Exercise requirements: Of the lines listed below, return exactly those that run from the line containing "SacrificeChoice UI should" through the line containing "button.tooltip_text = sacrifice_info.description", both included.

Extracted data entries:
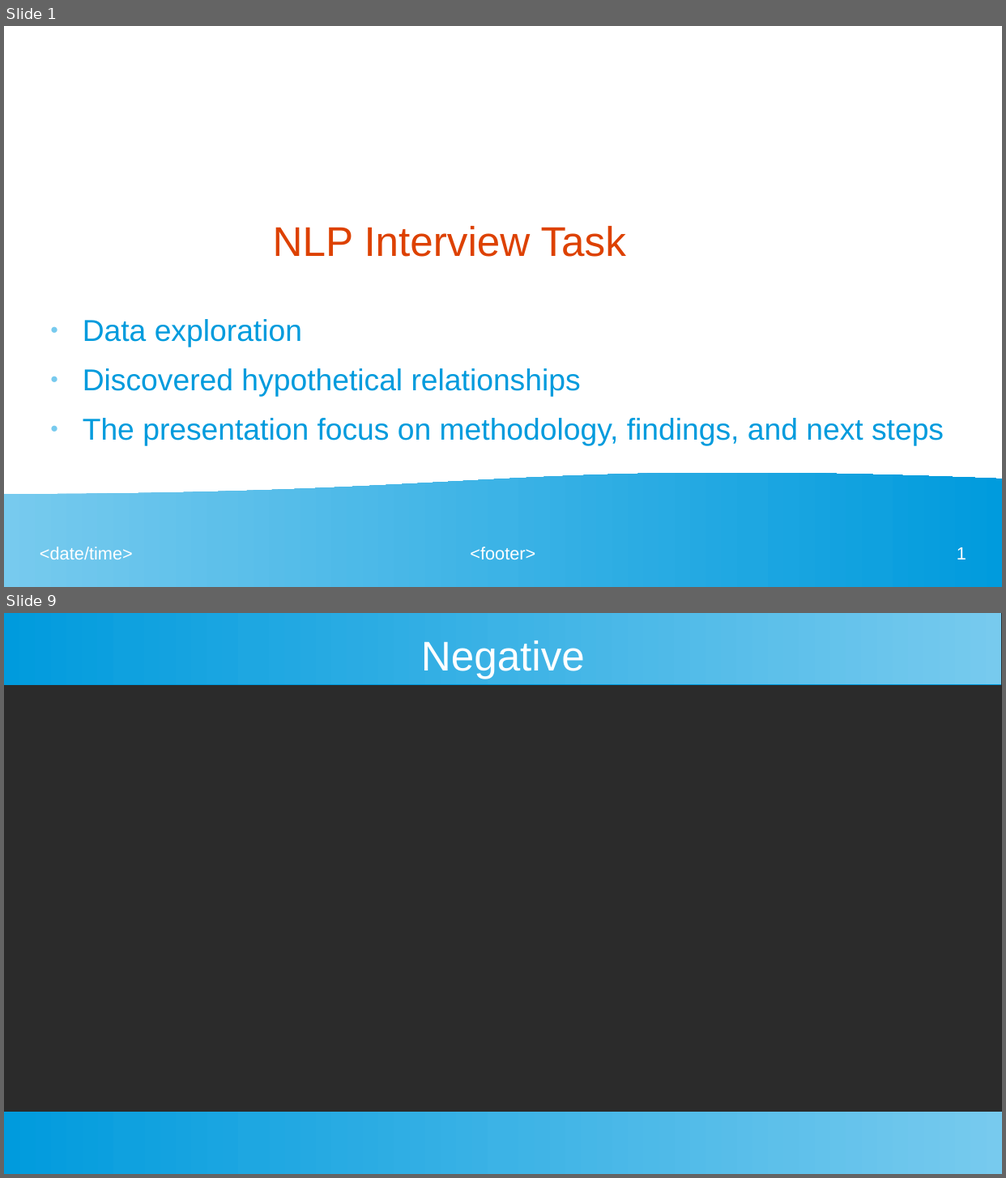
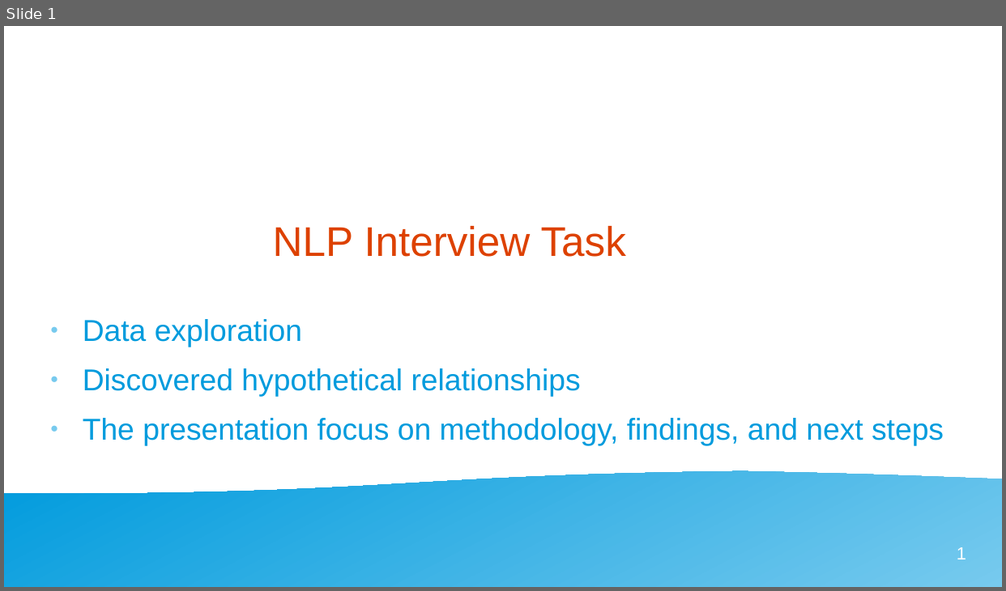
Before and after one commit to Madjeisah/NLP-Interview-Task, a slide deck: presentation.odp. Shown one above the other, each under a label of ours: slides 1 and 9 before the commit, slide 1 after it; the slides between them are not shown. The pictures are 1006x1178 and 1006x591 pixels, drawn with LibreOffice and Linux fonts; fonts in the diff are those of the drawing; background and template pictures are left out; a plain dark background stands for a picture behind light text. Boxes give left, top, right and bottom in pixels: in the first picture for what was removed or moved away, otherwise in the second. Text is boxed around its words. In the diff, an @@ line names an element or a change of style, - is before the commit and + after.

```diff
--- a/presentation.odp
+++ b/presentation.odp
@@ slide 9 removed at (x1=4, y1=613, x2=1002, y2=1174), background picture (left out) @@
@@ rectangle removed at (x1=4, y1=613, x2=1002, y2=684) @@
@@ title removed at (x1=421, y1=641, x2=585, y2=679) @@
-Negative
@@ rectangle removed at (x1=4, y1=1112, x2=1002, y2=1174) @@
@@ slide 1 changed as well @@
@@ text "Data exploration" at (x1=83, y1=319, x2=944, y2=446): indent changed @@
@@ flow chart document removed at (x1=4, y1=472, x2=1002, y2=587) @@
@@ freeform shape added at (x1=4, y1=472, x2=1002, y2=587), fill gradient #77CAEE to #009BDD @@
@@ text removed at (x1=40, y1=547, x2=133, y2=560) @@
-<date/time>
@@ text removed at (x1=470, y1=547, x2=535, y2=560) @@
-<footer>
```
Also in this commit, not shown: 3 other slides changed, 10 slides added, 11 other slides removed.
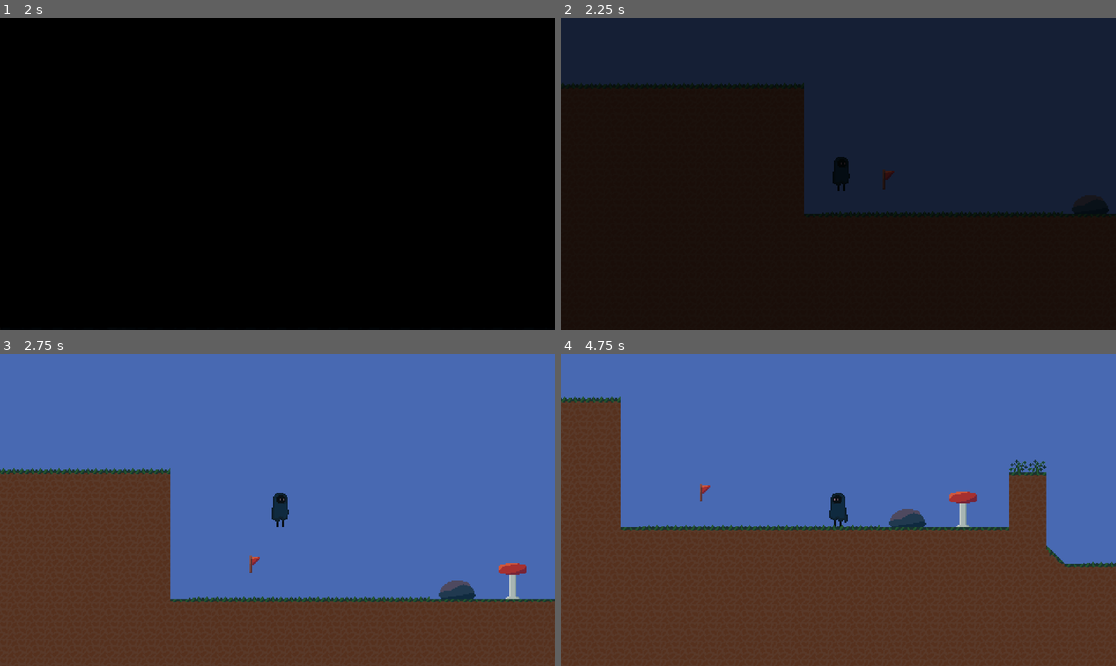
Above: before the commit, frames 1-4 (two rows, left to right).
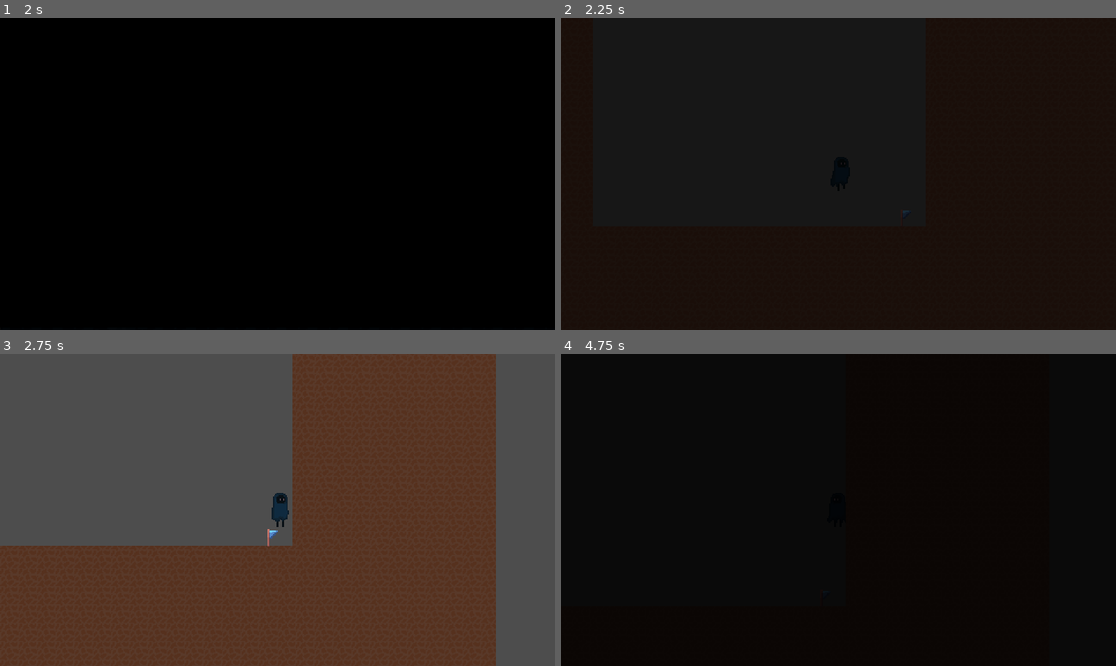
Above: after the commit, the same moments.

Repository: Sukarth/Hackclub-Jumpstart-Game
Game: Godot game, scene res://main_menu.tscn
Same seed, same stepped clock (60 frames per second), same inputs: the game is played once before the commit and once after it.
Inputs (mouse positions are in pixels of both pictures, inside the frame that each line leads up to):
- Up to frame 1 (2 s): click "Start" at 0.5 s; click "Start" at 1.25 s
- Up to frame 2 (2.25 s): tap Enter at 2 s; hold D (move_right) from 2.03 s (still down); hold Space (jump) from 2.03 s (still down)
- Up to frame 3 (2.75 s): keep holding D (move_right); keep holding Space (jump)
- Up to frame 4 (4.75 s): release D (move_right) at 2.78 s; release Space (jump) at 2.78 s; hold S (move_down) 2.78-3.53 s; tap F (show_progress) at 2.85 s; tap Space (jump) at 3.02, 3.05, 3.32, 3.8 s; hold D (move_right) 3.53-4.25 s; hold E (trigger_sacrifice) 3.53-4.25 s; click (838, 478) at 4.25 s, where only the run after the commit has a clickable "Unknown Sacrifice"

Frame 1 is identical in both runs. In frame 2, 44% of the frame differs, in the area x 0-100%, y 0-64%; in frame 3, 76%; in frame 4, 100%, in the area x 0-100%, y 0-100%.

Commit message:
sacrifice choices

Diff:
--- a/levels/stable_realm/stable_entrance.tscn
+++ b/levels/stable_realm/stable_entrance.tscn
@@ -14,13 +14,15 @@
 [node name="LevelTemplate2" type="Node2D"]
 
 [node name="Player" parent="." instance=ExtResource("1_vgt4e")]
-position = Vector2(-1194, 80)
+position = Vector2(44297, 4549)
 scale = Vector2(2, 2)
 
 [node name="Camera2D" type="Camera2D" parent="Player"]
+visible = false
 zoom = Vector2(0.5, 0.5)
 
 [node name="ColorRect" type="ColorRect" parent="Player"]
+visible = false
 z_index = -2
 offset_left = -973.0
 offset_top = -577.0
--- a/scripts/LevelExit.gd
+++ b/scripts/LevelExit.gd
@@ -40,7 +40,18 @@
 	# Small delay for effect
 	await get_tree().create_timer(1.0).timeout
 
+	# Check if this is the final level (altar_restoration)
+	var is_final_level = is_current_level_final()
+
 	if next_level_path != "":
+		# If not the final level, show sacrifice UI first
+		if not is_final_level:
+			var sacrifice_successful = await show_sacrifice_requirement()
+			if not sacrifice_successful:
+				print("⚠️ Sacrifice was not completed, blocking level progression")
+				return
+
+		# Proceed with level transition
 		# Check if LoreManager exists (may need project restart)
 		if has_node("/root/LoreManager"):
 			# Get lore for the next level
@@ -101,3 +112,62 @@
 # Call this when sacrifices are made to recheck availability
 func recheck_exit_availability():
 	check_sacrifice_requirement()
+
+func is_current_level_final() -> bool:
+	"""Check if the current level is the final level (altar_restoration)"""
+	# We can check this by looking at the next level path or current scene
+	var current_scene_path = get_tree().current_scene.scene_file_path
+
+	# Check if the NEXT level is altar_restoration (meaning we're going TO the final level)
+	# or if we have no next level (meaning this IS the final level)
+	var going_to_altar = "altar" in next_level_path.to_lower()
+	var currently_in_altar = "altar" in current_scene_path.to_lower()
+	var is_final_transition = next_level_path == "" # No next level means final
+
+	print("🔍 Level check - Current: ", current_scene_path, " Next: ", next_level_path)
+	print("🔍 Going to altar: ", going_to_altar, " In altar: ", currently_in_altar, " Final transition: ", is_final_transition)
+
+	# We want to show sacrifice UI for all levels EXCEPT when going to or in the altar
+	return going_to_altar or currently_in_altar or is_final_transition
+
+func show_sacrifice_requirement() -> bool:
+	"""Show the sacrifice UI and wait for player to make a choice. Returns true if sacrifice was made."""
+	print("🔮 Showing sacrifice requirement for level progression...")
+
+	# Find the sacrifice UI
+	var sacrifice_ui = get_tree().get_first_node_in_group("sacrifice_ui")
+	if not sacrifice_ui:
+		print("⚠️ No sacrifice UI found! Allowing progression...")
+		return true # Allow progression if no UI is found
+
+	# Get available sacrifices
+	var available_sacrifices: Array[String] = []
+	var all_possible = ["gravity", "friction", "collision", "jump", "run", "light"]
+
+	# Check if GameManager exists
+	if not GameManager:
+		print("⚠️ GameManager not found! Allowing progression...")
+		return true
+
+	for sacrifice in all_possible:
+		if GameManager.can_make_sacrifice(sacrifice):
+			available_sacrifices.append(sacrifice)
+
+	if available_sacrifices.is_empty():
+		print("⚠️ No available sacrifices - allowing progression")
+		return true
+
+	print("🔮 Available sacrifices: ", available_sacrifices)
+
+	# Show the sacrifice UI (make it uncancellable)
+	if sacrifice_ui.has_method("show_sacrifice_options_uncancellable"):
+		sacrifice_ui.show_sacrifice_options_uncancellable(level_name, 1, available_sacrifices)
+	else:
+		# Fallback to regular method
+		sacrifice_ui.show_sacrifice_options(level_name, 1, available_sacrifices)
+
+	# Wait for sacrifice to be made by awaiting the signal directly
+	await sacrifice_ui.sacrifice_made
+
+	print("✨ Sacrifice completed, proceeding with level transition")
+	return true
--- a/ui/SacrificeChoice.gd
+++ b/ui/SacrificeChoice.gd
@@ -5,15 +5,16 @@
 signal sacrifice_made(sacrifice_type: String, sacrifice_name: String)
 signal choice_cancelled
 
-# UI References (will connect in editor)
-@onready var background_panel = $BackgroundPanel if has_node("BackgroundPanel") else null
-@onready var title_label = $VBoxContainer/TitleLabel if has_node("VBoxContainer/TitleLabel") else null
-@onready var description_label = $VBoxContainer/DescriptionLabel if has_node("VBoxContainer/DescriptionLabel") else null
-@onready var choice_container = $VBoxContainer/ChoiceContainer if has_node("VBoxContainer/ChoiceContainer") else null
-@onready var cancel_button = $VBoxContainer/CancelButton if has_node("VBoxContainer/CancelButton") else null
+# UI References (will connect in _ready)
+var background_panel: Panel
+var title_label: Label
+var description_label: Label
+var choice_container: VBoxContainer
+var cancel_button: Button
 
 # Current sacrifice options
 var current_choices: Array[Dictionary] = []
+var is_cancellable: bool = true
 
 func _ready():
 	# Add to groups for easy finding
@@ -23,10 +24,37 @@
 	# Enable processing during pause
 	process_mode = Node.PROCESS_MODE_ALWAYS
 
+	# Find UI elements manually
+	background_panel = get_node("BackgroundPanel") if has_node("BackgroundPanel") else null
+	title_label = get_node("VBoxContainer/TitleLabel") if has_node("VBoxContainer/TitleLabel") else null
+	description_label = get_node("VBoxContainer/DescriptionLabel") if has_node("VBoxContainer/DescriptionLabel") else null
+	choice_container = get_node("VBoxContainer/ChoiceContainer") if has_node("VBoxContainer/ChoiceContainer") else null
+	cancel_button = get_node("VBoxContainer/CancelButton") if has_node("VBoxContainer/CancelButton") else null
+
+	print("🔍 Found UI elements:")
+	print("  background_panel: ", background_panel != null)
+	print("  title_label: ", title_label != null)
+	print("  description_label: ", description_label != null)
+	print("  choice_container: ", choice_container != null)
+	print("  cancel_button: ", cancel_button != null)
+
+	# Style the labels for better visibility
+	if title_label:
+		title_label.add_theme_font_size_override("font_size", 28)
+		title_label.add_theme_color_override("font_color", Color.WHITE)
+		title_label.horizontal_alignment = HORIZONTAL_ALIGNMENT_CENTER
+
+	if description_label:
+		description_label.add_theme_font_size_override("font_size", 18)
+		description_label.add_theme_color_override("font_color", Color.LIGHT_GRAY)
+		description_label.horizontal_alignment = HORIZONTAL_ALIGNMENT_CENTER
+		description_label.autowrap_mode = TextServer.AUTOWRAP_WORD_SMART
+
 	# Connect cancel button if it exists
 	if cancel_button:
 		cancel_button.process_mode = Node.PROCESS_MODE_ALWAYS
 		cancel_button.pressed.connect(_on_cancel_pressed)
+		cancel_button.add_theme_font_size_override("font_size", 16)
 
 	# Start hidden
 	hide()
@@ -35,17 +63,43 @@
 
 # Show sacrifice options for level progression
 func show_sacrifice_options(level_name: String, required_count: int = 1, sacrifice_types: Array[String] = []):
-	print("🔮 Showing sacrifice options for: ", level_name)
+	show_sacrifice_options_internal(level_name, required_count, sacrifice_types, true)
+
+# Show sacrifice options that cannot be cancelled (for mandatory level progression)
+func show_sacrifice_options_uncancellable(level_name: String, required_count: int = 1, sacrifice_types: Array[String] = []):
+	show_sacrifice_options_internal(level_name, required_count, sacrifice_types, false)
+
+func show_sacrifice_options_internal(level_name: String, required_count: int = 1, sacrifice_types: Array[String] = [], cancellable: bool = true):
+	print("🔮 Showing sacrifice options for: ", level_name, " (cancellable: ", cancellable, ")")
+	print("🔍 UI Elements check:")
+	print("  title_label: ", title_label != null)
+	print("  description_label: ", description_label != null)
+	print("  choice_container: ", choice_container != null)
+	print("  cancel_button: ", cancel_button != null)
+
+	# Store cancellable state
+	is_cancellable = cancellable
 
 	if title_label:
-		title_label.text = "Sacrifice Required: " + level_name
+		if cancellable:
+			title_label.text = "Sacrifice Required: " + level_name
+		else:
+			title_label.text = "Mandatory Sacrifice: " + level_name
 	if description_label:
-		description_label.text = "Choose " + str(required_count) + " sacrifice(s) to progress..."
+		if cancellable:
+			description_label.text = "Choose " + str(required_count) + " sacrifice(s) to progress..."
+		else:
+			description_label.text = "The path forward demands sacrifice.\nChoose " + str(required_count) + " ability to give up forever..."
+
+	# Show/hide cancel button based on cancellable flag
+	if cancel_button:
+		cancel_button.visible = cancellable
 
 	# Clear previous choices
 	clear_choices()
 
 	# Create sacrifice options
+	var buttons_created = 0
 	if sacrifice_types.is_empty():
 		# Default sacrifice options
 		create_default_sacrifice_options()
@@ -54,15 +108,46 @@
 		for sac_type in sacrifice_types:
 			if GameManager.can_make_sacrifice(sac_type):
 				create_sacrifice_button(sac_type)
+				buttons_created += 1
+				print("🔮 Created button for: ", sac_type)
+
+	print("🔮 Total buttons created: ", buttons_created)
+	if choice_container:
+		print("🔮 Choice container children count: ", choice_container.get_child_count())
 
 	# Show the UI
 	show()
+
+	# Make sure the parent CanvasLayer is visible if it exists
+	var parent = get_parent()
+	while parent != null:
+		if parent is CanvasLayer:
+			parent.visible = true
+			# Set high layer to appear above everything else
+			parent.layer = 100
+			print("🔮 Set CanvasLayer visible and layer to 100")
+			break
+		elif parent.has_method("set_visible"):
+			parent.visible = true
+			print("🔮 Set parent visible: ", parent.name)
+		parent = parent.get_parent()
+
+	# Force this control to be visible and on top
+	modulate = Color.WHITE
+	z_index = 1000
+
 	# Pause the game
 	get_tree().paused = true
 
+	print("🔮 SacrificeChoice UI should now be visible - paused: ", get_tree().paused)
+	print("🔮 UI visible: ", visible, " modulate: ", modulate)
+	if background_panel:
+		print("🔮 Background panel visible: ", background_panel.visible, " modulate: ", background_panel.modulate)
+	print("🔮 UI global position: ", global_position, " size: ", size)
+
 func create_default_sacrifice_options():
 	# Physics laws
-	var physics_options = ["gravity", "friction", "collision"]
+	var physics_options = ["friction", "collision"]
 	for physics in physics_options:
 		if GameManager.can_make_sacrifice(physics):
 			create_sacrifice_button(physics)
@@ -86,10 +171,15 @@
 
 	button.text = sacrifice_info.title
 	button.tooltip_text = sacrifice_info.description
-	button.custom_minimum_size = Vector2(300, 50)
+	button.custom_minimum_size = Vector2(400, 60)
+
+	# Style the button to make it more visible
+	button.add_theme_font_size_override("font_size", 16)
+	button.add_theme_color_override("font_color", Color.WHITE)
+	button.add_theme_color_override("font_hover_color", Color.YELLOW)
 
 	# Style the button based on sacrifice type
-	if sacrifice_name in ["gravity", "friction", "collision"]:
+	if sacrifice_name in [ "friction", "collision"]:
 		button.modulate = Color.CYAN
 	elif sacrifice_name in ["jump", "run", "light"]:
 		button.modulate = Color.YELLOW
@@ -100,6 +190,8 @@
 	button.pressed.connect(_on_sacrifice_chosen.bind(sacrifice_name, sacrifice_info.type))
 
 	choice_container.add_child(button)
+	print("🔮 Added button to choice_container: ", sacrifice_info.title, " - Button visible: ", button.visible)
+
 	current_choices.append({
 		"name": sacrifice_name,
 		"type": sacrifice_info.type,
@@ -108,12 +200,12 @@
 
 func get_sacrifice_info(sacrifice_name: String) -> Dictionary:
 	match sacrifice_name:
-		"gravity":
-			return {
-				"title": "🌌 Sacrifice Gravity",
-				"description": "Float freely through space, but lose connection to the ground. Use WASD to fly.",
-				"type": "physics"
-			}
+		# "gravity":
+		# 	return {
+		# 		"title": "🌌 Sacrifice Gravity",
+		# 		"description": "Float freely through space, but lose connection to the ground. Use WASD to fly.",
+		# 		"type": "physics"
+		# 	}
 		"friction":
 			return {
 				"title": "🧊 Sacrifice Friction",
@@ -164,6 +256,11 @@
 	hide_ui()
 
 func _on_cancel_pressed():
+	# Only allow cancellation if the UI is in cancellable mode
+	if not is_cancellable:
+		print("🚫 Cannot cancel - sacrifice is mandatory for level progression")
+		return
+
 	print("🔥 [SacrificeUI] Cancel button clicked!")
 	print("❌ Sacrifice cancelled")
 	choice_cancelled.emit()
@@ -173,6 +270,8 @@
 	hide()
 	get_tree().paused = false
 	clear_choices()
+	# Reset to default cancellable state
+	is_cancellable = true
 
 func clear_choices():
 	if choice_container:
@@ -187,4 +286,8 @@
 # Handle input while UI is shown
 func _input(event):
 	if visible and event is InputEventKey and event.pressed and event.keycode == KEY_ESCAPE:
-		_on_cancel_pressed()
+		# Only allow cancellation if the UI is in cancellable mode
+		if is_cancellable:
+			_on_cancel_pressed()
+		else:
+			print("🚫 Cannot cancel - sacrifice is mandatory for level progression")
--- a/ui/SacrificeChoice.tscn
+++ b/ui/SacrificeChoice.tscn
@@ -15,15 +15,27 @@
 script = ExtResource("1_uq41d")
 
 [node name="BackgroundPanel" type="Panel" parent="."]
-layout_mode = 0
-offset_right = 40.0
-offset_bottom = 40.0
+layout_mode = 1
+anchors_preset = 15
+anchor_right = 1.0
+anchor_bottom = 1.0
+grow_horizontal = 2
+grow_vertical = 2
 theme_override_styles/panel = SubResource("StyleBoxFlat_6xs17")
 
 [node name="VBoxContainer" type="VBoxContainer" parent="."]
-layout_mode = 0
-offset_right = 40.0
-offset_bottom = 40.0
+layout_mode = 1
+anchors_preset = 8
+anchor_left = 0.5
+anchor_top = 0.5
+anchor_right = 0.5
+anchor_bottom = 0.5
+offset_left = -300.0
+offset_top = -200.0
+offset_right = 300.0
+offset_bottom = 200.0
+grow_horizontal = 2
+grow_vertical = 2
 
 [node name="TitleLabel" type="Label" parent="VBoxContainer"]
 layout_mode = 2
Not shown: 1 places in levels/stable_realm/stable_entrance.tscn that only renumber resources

Solution to this task:
+	print("🔮 SacrificeChoice UI should now be visible - paused: ", get_tree().paused)
+	print("🔮 UI visible: ", visible, " modulate: ", modulate)
+	if background_panel:
+		print("🔮 Background panel visible: ", background_panel.visible, " modulate: ", background_panel.modulate)
+	print("🔮 UI global position: ", global_position, " size: ", size)
+
 func create_default_sacrifice_options():
 	# Physics laws
-	var physics_options = ["gravity", "friction", "collision"]
+	var physics_options = ["friction", "collision"]
 	for physics in physics_options:
 		if GameManager.can_make_sacrifice(physics):
 			create_sacrifice_button(physics)
@@ -86,10 +171,15 @@
 
 	button.text = sacrifice_info.title
 	button.tooltip_text = sacrifice_info.description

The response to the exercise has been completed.